Your copy should match the records exactly, except that no pictures appear in it.

————

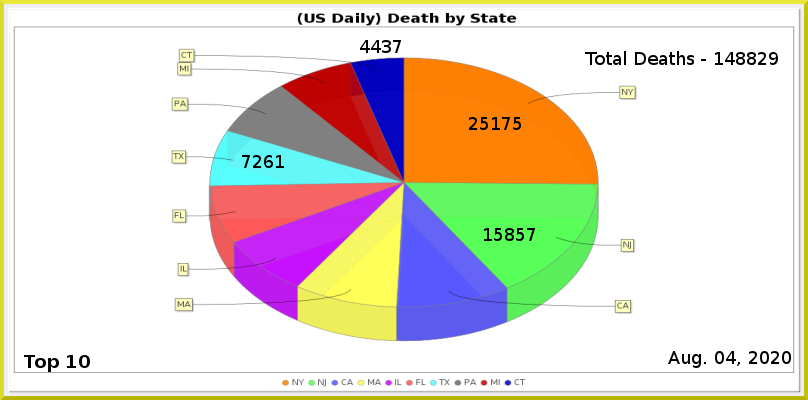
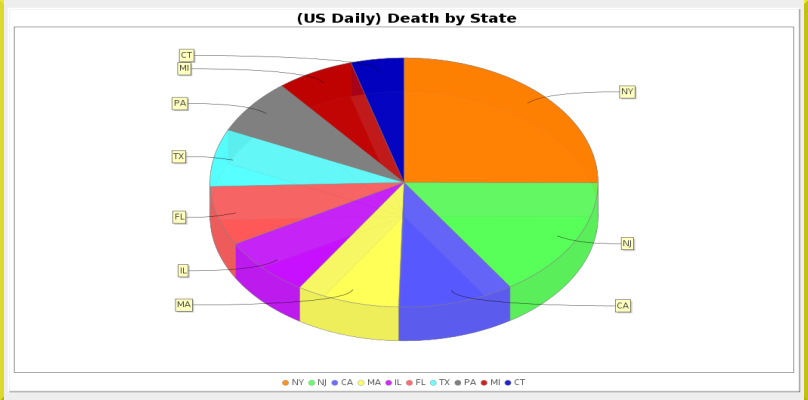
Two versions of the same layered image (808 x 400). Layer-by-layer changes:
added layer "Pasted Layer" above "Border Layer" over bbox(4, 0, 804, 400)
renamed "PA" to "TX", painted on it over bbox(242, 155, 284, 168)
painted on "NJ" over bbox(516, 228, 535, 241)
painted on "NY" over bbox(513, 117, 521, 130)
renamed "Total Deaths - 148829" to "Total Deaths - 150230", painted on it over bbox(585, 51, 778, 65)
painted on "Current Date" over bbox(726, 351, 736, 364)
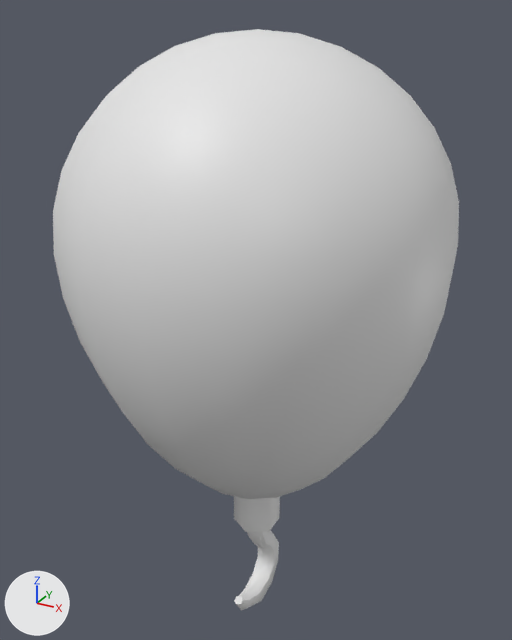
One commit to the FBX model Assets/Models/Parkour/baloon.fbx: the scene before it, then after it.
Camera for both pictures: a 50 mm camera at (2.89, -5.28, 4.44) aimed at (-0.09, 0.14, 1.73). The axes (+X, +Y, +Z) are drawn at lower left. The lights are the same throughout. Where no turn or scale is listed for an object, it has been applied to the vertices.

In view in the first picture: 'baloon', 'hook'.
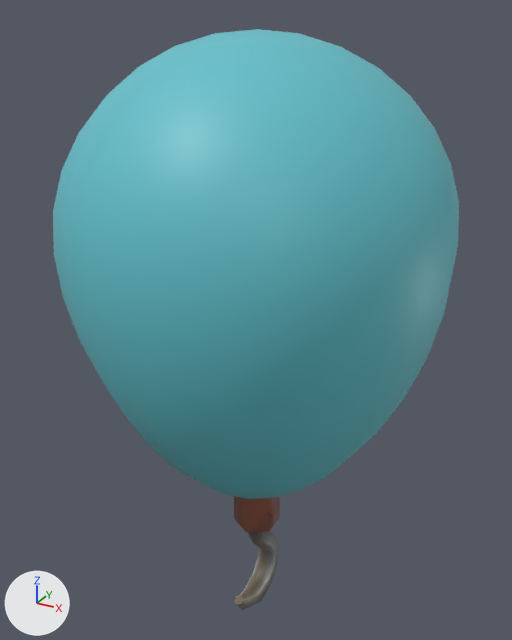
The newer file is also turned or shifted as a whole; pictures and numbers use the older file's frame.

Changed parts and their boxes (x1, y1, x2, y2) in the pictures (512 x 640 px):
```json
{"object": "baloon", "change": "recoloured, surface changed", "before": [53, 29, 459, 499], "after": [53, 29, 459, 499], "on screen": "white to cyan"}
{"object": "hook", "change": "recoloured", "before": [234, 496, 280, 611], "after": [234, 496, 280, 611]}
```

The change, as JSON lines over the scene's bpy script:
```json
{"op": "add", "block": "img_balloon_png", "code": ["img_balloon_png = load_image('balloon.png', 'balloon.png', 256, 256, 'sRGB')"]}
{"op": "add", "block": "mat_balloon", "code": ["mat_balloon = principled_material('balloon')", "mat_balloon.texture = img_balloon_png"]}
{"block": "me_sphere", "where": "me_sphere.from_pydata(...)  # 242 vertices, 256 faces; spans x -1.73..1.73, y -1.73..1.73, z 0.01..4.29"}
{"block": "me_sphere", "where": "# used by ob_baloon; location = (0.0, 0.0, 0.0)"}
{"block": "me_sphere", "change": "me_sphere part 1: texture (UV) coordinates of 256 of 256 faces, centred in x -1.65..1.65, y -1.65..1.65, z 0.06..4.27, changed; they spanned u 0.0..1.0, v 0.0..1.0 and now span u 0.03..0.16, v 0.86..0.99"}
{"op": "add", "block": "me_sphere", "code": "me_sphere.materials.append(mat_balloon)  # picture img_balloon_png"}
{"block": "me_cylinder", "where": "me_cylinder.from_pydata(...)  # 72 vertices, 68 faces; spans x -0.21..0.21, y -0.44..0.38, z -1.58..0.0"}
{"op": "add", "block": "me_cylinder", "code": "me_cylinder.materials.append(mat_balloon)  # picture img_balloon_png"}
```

————

FINAL ANSWER
Two versions of the same layered image (808 x 400). Layer-by-layer changes:
added layer "Pasted Layer" above "Border Layer" over bbox(4, 0, 804, 400)
renamed "PA" to "TX", painted on it over bbox(242, 155, 284, 168)
painted on "NJ" over bbox(516, 228, 535, 241)
painted on "NY" over bbox(513, 117, 521, 130)
renamed "Total Deaths - 148829" to "Total Deaths - 150230", painted on it over bbox(585, 51, 778, 65)
painted on "Current Date" over bbox(726, 351, 736, 364)
One commit to the FBX model Assets/Models/Parkour/baloon.fbx: the scene before it, then after it.
Camera for both pictures: a 50 mm camera at (2.89, -5.28, 4.44) aimed at (-0.09, 0.14, 1.73). The axes (+X, +Y, +Z) are drawn at lower left. The lights are the same throughout. Where no turn or scale is listed for an object, it has been applied to the vertices.

In view in the first picture: 'baloon', 'hook'.
The newer file is also turned or shifted as a whole; pictures and numbers use the older file's frame.

Changed parts and their boxes (x1, y1, x2, y2) in the pictures (512 x 640 px):
```json
{"object": "baloon", "change": "recoloured, surface changed", "before": [53, 29, 459, 499], "after": [53, 29, 459, 499], "on screen": "white to cyan"}
{"object": "hook", "change": "recoloured", "before": [234, 496, 280, 611], "after": [234, 496, 280, 611]}
```

The change, as JSON lines over the scene's bpy script:
```json
{"op": "add", "block": "img_balloon_png", "code": ["img_balloon_png = load_image('balloon.png', 'balloon.png', 256, 256, 'sRGB')"]}
{"op": "add", "block": "mat_balloon", "code": ["mat_balloon = principled_material('balloon')", "mat_balloon.texture = img_balloon_png"]}
{"block": "me_sphere", "where": "me_sphere.from_pydata(...)  # 242 vertices, 256 faces; spans x -1.73..1.73, y -1.73..1.73, z 0.01..4.29"}
{"block": "me_sphere", "where": "# used by ob_baloon; location = (0.0, 0.0, 0.0)"}
{"block": "me_sphere", "change": "me_sphere part 1: texture (UV) coordinates of 256 of 256 faces, centred in x -1.65..1.65, y -1.65..1.65, z 0.06..4.27, changed; they spanned u 0.0..1.0, v 0.0..1.0 and now span u 0.03..0.16, v 0.86..0.99"}
{"op": "add", "block": "me_sphere", "code": "me_sphere.materials.append(mat_balloon)  # picture img_balloon_png"}
{"block": "me_cylinder", "where": "me_cylinder.from_pydata(...)  # 72 vertices, 68 faces; spans x -0.21..0.21, y -0.44..0.38, z -1.58..0.0"}
{"op": "add", "block": "me_cylinder", "code": "me_cylinder.materials.append(mat_balloon)  # picture img_balloon_png"}
```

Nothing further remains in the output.